> _TASK_
Show all the lines in the data below that include the word "picture".

> _PROVIDED DATA_
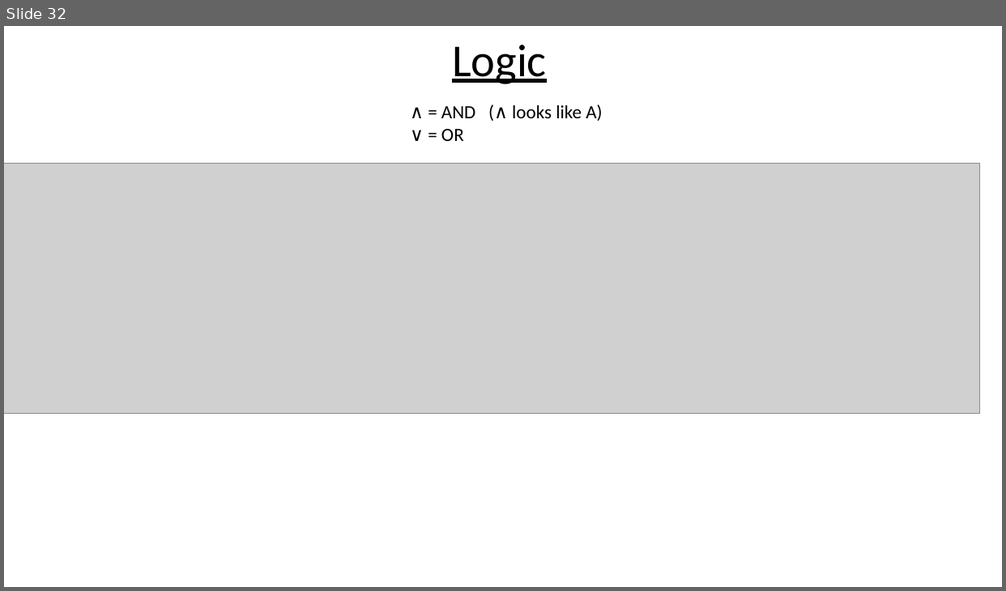
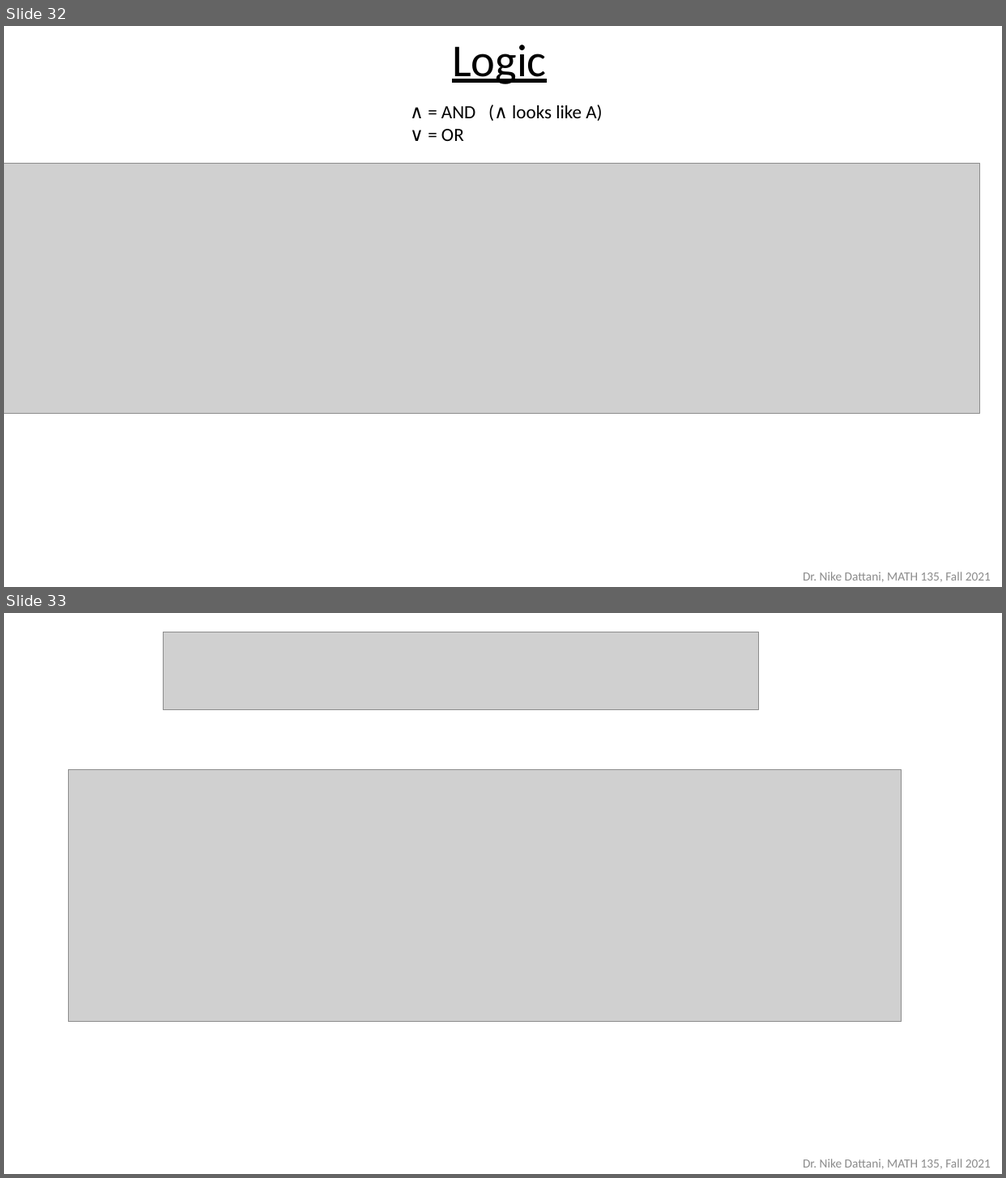
Before and after one commit to ndattani/Lecture_Notes, a slide deck: University_of_Waterloo/Fall_2021/MATH135/UW_Fall2021_MATH135_Lecture4.pptx. Shown one above the other, each under a label of ours: slide 32 before the commit, slides 32 and 33 after it. The pictures are 1006x591 and 1006x1178 pixels, drawn with LibreOffice and Linux fonts; fonts in the diff are those of the drawing; grey boxes stand for pictures. Boxes give left, top, right and bottom in pixels: in the first picture for what was removed or moved away, otherwise in the second. Text is boxed around its words. In the diff, an @@ line names an element or a change of style, - is before the commit and + after.

```diff
--- a/University_of_Waterloo/Fall_2021/MATH135/UW_Fall2021_MATH135_Lecture4.pptx
+++ b/University_of_Waterloo/Fall_2021/MATH135/UW_Fall2021_MATH135_Lecture4.pptx
@@ slide 33 added at [4,613,1002,1174], background #FFFFFF @@
@@ picture added at [163,632,758,710] @@
@@ picture added at [68,770,901,1022] @@
@@ rectangle added at [196,763,792,828], fill #FFFFFF, outline #FFFFFF 1 pt @@
@@ rectangle added at [404,1011,440,1033], fill #FFFFFF, outline #FFFFFF 1 pt @@
@@ rectangle added at [484,1012,520,1033], fill #FFFFFF, outline #FFFFFF 1 pt @@
@@ rectangle added at [615,1011,650,1033], fill #FFFFFF, outline #FFFFFF 1 pt @@
@@ rectangle added at [404,1037,440,1059], fill #FFFFFF, outline #FFFFFF 1 pt @@
@@ rectangle added at [482,1037,517,1059], fill #FFFFFF, outline #FFFFFF 1 pt @@
@@ rectangle added at [621,1037,656,1059], fill #FFFFFF, outline #FFFFFF 1 pt @@
@@ rectangle added at [404,1063,440,1083], fill #FFFFFF, outline #FFFFFF 1 pt @@
@@ rectangle added at [484,1063,520,1084], fill #FFFFFF, outline #FFFFFF 1 pt @@
@@ rectangle added at [615,1063,650,1084], fill #FFFFFF, outline #FFFFFF 1 pt @@
@@ rectangle added at [403,1088,438,1110], fill #FFFFFF, outline #FFFFFF 1 pt @@
@@ rectangle added at [493,1088,528,1110], fill #FFFFFF, outline #FFFFFF 1 pt @@
@@ rectangle added at [621,1090,656,1112], fill #FFFFFF, outline #FFFFFF 1 pt @@
@@ text added at [803,1159,991,1169], 12 pt, text #8C8C8C @@
+Dr. Nike Dattani, MATH 135, Fall 2021
@@ slide 32 changed as well @@
@@ text added at [803,572,991,582], 12 pt, text #8C8C8C @@
+Dr. Nike Dattani, MATH 135, Fall 2021
```
Also in this commit, not shown: 29 other slides changed, 3 other slides added, 16 slides removed, 1 other file.

> _WRITTEN REPLY_
Before and after one commit to ndattani/Lecture_Notes, a slide deck: University_of_Waterloo/Fall_2021/MATH135/UW_Fall2021_MATH135_Lecture4.pptx. Shown one above the other, each under a label of ours: slide 32 before the commit, slides 32 and 33 after it. The pictures are 1006x591 and 1006x1178 pixels, drawn with LibreOffice and Linux fonts; fonts in the diff are those of the drawing; grey boxes stand for pictures. Boxes give left, top, right and bottom in pixels: in the first picture for what was removed or moved away, otherwise in the second. Text is boxed around its words. In the diff, an @@ line names an element or a change of style, - is before the commit and + after.
@@ picture added at [163,632,758,710] @@
@@ picture added at [68,770,901,1022] @@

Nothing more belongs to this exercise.